Позже просидевшего 19 лет в Динамювде Аша привезли (уже при Павле I) в Петербург, но вскоре стало ясно, что он «в уме не исправился», и поэтому в именном указе от 2 апреля 1797 г. сказано, что Аш «по учиненной его дерзости, нарушению присяги и изменническому предприятию, в силу государственных узаконений, заслуживает смертную казнь», которую заменили пожизненным заточением в суздальский Спасо-Ефимьевский монастырь. При этом, как писал современник, несчастный сумасшедший «был жалок, нежели кому-либо опасен» (136, 33–58). Однако власть так не считала. Когда в 1775 г. сошедший с ума надворный советник Григорий Рогов вошел с улицы в здание Синода, сел за стол и начал писать манифест от имени «императора Павла Петровича», то нетрудно было предвидеть, как отнесется к этому императрица, которая не хотела уступать престола великому князю Павлу Петровичу, а каждое напоминание ей об этом вызывало державное раздражение. Поэтому Рогова схватили и отправили не в монастырь «под начало» монахов, а в Петропавловскую крепость. Его делом занималась сама Екатерина II. Потом Рогова, которого, хотя и признали «в уме помешанным», тем не менее отправили в Шлиссельбургскую крепость, где и содержали как государственного преступника В инструкции охране было приказано, с одной стороны, не слушать Рогова, так как «он в уме помешан», с другой стороны, немедленно рапортовать о всех его «непристойных словах» коменданту крепости. Тот же сообщал о речах сумасшедшего узника самому генерал-прокурору (344, 19). Так было принято издавна: сумасшедших содержали среди государственных преступников (208, 238, 248–249). На всякий случай психически здоровую жену и невинных детей Рогова Екатерина II также сослала в Сибирь.
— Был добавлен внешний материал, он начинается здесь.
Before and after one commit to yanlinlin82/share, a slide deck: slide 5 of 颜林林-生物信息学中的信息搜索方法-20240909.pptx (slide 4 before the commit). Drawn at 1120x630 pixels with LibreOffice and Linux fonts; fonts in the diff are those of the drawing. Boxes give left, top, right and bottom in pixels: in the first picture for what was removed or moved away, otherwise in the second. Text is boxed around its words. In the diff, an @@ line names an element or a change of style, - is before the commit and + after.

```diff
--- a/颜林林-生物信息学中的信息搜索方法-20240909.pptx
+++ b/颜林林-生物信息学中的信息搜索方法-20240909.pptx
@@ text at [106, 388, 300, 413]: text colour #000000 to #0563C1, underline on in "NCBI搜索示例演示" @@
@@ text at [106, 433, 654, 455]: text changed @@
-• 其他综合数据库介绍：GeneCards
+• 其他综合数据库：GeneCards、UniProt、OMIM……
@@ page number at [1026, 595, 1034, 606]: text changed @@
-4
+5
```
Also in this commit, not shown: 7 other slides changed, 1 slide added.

Итак, уже к началу XVIII в. в политическом сыске существовала довольно разработанная «технология» допросов — так называемый «роспрос», который предполагал допросы изветчика, ответчика и свидетелей, а также очные ставки их. Несмотря на сохранение в следственном розыскном процессе некоторых рудиментов состязательного судебного процесса, позволявших подследственным в отдельных случаях доказать свою невиновность, «роспрос» все-таки имел отчетливо обличительно-обвинительный уклон и заведомо не предполагал объективного выяснения истины. «Роспрос», как правило, был жестко подчинен обвинительно-репрессивным целям, которые верховная власть ставила перед политическим сыском. Прибегая к довольно четкой схеме организации допросов и очных ставок, целенаправленной фальсификации записей их, а также широкого использования разнообразных приемов и методов расследования (включая «увещевания», шантаж, запугивание и др.) следователи уже на стадии «роспроса» стремились добиться от изветчика точного, «доведенного» с помощью свидетелей (к которым применялись свои, особые методы допросов) извета. От ответчика требовалось быстрое признание вины, раскаяние, подробный рассказ о целях, средствах задуманного им или совершенного государственного преступления, а также выдача сообщников. Даже если этого удавалось достичь на стадии «роспроса», подследственный не был уверен, что его вскоре не начнут пытать.